For completeness, msprime has a model debugging method coalescence_rate_trajectory() https://github.com/tskit-dev/msprime/blob/main/msprime/demography.py, but that gives coalescence rate according to a model, not simulated data (or ideally from inferred tree sequence, which is the aim of this issue).

petrelharp commented 2 years ago

There's going to be various ways to do this, and we'll probably want to start a new thread or so (issue? pr?) in which to put down some proposals, but I'll record this here for now:

The simplest summary (I think?) of coalescence rate is to let T denote the empirical distribution of coalescence times (across loci and pairs of samples), and compute an estimate of - (d/dt) log P(T > t). We can get an empirical estimate of P(T > t) just using the ECDF, and then the estimate of the rate in a time bin is something like the proportion of pairs of lineages that go into the time bin that come out the other side, divided by the length of the time interval (I think?). This is very like using Kaplan-Meier curves in survival analysis, except that computing confidence intervals will take a bit of thinking as the pairwise coalescence times are obviously not independent.

nspope commented 2 years ago

EDIT: I was wrong, for the reason described here.

My approach for confidence intervals has been to calculate counts of coalescent events in time windows separately for disjoint pairs of tips (so that each pair is independent). Then treat the total number of coalescent events within a time window as a Poisson process with rate d_e * p_e/N_e where d_e is the duration of window e, N_e is the effective population size in that window, and p_e is the number of independent pairs that haven't coalesced by the beginning of the window. The MLE & std error are straightforward in this case. This is justified when there's a bunch of independent trees because the coalescent is a Markov process (so its associated counting process is a Poisson process).
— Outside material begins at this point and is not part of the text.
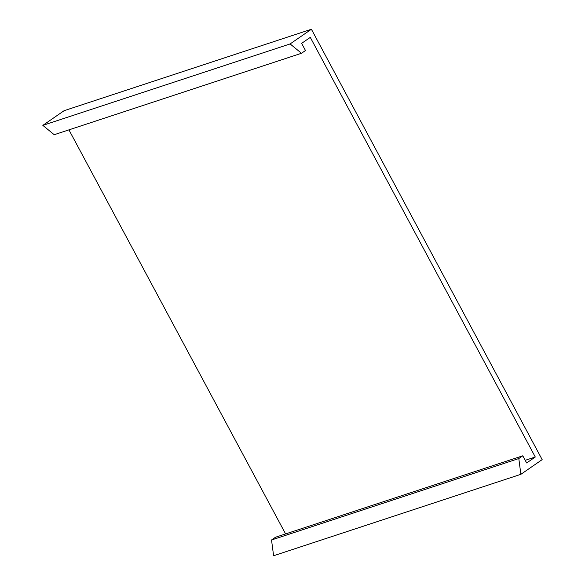 <?xml version="1.0" encoding="UTF-8"?>
<svg xmlns="http://www.w3.org/2000/svg" width="585" height="585" viewBox="0 0 585 585"><rect width="100%" height="100%" fill="white"/><g stroke="black" fill="none" stroke-linecap="round" stroke-linejoin="round"><path stroke-width="0.88" d="M542.163 459.634L311.395 29.25L290.109 43.933L301.494 53.272L305.487 50.522L301.641 43.349L310.291 37.381L535.29 457.009L526.639 462.969L522.793 455.795L518.8 458.552L520.877 474.318L542.163 459.634M290.109 43.933L42.837 125.365L64.123 110.682L311.395 29.25M522.793 455.795L275.52 537.235L271.528 539.984L273.605 555.75L520.877 474.318M271.528 539.984L518.8 458.552M525.22 460.322L535.29 457.009M68.942 129.863L285.59 533.915M42.837 125.365L54.222 134.711L301.494 53.272"/></g></svg>
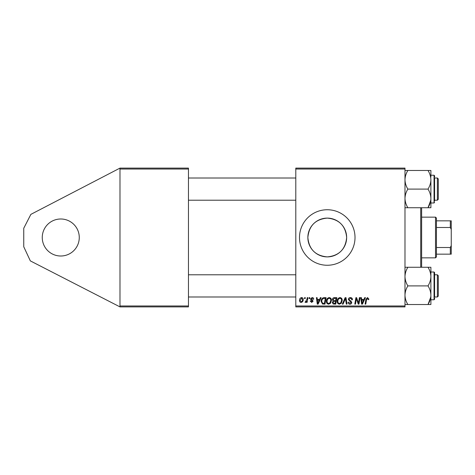 <?xml version="1.0" encoding="UTF-8"?>
<svg xmlns="http://www.w3.org/2000/svg" width="475" height="475" viewBox="0 0 475 475"><rect width="100%" height="100%" fill="white"/><g stroke="black" fill="none" stroke-linecap="round" stroke-linejoin="round"><path stroke-width="0.71" d="M60.764 256.007A18.507 18.507 0 0 1 42.257 237.5A18.507 18.507 0 0 1 60.764 218.993A18.507 18.507 0 0 1 79.272 237.5A18.507 18.507 0 0 1 60.764 256.007M327.257 218.108A19.392 19.392 0 0 0 307.859 237.5A19.392 19.392 0 0 0 327.257 256.892C315.459 255.77 308.993 249.31 307.859 237.512C309.011 225.672 315.477 219.207 327.257 218.108C339.055 219.23 345.521 225.69 346.649 237.482C345.527 249.304 339.061 255.776 327.257 256.892A19.392 19.392 0 0 0 346.649 237.5A19.392 19.392 0 0 0 327.257 218.108M327.257 209.742A27.758 27.758 0 0 0 299.499 237.5A27.758 27.758 0 0 0 327.257 265.258A27.758 27.758 0 0 0 355.015 237.5A27.758 27.758 0 0 0 327.257 209.742M119.985 306.897L119.985 305.971L188.456 305.971L188.456 306.897L119.985 306.897L30.341 260.894L23.75 246.751L23.75 228.249L30.875 214.368L119.985 168.102L188.456 168.102L188.456 305.971M188.456 169.029L119.985 169.029L119.985 305.971M119.985 169.029L119.985 168.102M307.224 297.647L307.907 297.647L307.111 302.355L306.428 302.355L306.601 301.382L305.508 302.438L305.051 302.272L306.88 299.529L307.224 297.647M309.172 297.647L309.843 297.647L309.7 298.573L309.011 298.573L309.172 297.647M324.164 297.647L326.082 297.647L324.983 304.125L322.543 304.042L321.118 301.471C321.076 299.82 321.747 298.597 323.119 297.801L324.164 297.647M329.24 297.564C330.731 297.837 331.473 298.769 331.461 300.36L330.576 303.228L328.652 304.208C327.115 303.929 326.372 302.967 326.414 301.322C326.402 299.268 327.346 298.015 329.24 297.564M340.005 297.564C341.495 297.837 342.238 298.769 342.232 300.36L341.341 303.228L339.417 304.208C337.885 303.929 337.137 302.967 337.185 301.322C337.173 299.268 338.111 298.015 340.005 297.564M350.402 297.564C351.761 297.635 352.432 298.365 352.408 299.755L351.738 299.832L351.565 298.882L350.36 298.318L349.042 299.404L349.22 299.968L350.972 301.073L351.738 302.486C351.648 303.596 351.049 304.172 349.921 304.208C348.751 304.137 348.122 303.507 348.032 302.332L348.709 302.124L349.944 303.448L351.061 302.527L348.371 299.464C348.49 298.252 349.173 297.617 350.402 297.564M368.814 298.989L368.754 299.582L368.077 299.666L367.442 298.318L366.558 299.535L365.78 304.125L365.103 304.125L365.904 299.375L367.49 297.564L368.814 298.989M295.794 169.029L295.794 168.102L404.985 168.102L404.985 169.029L295.794 169.029L295.794 305.971L404.985 305.971L404.985 306.897L295.794 306.897L295.794 305.971M404.985 169.029L404.985 305.971M364.723 297.647L365.453 297.647L362.443 304.125L361.617 304.125L360.733 297.647L361.41 297.647L361.623 299.41L363.927 299.41L364.723 297.647M359.385 297.647L360.062 297.647L358.957 304.125L358.245 304.125L356.392 298.627L355.49 304.125L354.807 304.125L355.906 297.647L356.612 297.647L358.483 303.133L359.385 297.647M345.147 297.647L346.008 297.647L346.999 304.125L346.317 304.125L345.468 298.573L343.045 304.125L342.315 304.125L345.147 297.647M334.252 297.647L336.846 297.647L335.754 304.125L333.195 304.018L332.304 302.551L333.195 300.966L332.387 299.66C332.47 298.466 333.088 297.795 334.252 297.647M320.387 297.647L321.118 297.647L318.113 304.125L317.288 304.125L316.403 297.647L317.08 297.647L317.294 299.41L319.598 299.41L320.387 297.647M313.714 299.155L313.043 299.327L312.075 298.152L311.19 298.876L313.126 301.103L311.713 302.438L310.181 301.013L310.852 300.924L311.742 301.851L312.449 301.203L310.858 299.784L310.519 298.923L312.105 297.564C313.132 297.599 313.666 298.134 313.714 299.155M304.629 297.647L305.3 297.647L305.158 298.573L304.469 298.573L304.629 297.647M301.595 297.564C302.664 297.706 303.198 298.33 303.198 299.44C303.264 301.085 302.551 302.082 301.067 302.438C299.992 302.266 299.47 301.613 299.499 300.473C299.458 298.894 300.152 297.92 301.595 297.564M362.662 302.094L363.559 300.17L361.718 300.17L362.122 303.412L362.662 302.094M340.812 302.729L341.555 300.331C341.567 299.191 341.032 298.52 339.957 298.318C338.515 298.751 337.814 299.778 337.856 301.393C337.832 302.551 338.36 303.24 339.441 303.448L340.812 302.729M335.196 303.365L335.54 301.346L333.349 301.613L332.975 302.522L334.044 303.365L335.196 303.365M335.665 300.592L336.039 298.401L334.109 298.437L333.058 299.678L334.24 300.592L335.665 300.592M330.048 302.729L330.79 300.331C330.796 299.191 330.262 298.52 329.193 298.318C327.75 298.751 327.049 299.778 327.091 301.393C327.061 302.551 327.59 303.24 328.676 303.448L330.048 302.729M318.333 302.094L319.224 300.17L317.389 300.17L317.793 303.412L318.333 302.094M324.431 303.365L325.268 298.401L324.407 298.401C322.62 298.567 321.747 299.606 321.789 301.512L322.602 303.258L324.431 303.365M301.097 301.851C302.112 301.477 302.587 300.699 302.527 299.511L301.589 298.152L300.17 300.473L301.097 301.851M421.64 207.729L421.64 267.271M420.713 267.271L420.713 207.729M437.368 178L438.294 178.927L438.294 199.286L437.368 200.207L437.368 178L434.595 178M404.985 207.729L407.865 207.729C406.06 204.808 405.098 201.703 404.985 198.419C405.098 195.124 406.06 192.019 407.865 189.103C406.066 186.206 405.104 183.101 404.985 179.793C405.092 176.522 406.054 173.417 407.865 170.483L404.985 170.483M434.595 178.689L434.595 201.133M430.777 200.207L428.011 207.729L430.89 207.729L430.89 198.419C430.777 201.709 429.816 204.814 428.011 207.729L407.865 207.729M407.865 189.103L428.011 189.103C429.816 192.025 430.777 195.13 430.89 198.419L430.89 202.985L434.037 202.985L434.037 175.227L434.595 175.78L434.595 177.074L434.595 175.78L434.037 175.227L430.89 175.227M407.865 170.483L428.011 170.483C429.81 173.381 430.772 176.486 430.89 179.793C430.783 183.065 429.822 186.17 428.011 189.103M430.89 177.086L430.89 170.483L428.011 170.483M430.89 198.419L430.89 179.793M438.294 275.714L437.368 274.793L438.294 275.714L438.294 296.073L437.368 297L437.368 274.793L434.595 274.793M430.89 304.517L430.89 295.207C430.783 298.478 429.822 301.583 428.011 304.517L430.89 304.517M434.595 296.311L434.595 272.567L434.595 296.311M404.985 304.517L428.011 304.517L430.777 297M407.865 304.517C406.066 301.619 405.104 298.514 404.985 295.207C405.092 291.935 406.054 288.83 407.865 285.897L428.011 285.897C429.81 288.794 430.772 291.899 430.89 295.207L430.89 297.914M407.865 285.897C406.06 282.975 405.098 279.87 404.985 276.581C405.098 273.291 406.06 270.186 407.865 267.271L428.011 267.271C429.816 270.192 430.777 273.297 430.89 276.581C430.777 279.876 429.816 282.981 428.011 285.897M407.865 267.271L404.985 267.271M430.89 295.207L430.89 267.271L428.011 267.271M434.595 297.926L434.595 299.22L434.595 297.926M434.595 273.867L434.595 272.567L434.037 272.015L430.89 272.015M435.522 257.86L435.522 217.14L436.442 218.067L436.442 256.933L435.522 257.86L421.64 257.86M435.522 217.14L421.64 217.14M451.25 254.155L450.324 254.155L450.324 247.511L451.25 245.569L451.25 254.155M436.442 254.155L450.324 254.155M436.442 220.845L451.25 220.845L451.25 245.569M436.442 247.511L450.324 247.511M451.25 229.431L450.324 227.489L450.324 220.845M436.442 227.489L450.324 227.489M430.89 299.772L434.037 299.772L434.595 299.22L434.037 299.772L434.037 272.015M295.794 178L188.456 178M438.294 199.286L437.368 200.207L434.595 200.207M295.794 200.207L188.456 200.207M434.037 202.985L434.595 202.433M188.456 297L295.794 297M434.595 297L437.368 297L438.294 296.073M188.456 274.793L295.794 274.793"/></g></svg>

To get valid confidence intervals using all possible pairs of tips, maybe resampling would work ... Like calculating counts of coalescent events through time separately for all pairs, then bootstrapping by sampling these "count trajectories" with replacement? It seems really challenging to come up with a bootstrapping scheme that would replicate the dependence between pairs.

Likewise, I don't know of a way to incorporate dependence between nearby trees without resampling. Such as calculating these statistics across disjoint intervals of the tree sequence, and bootstrapping these intervals.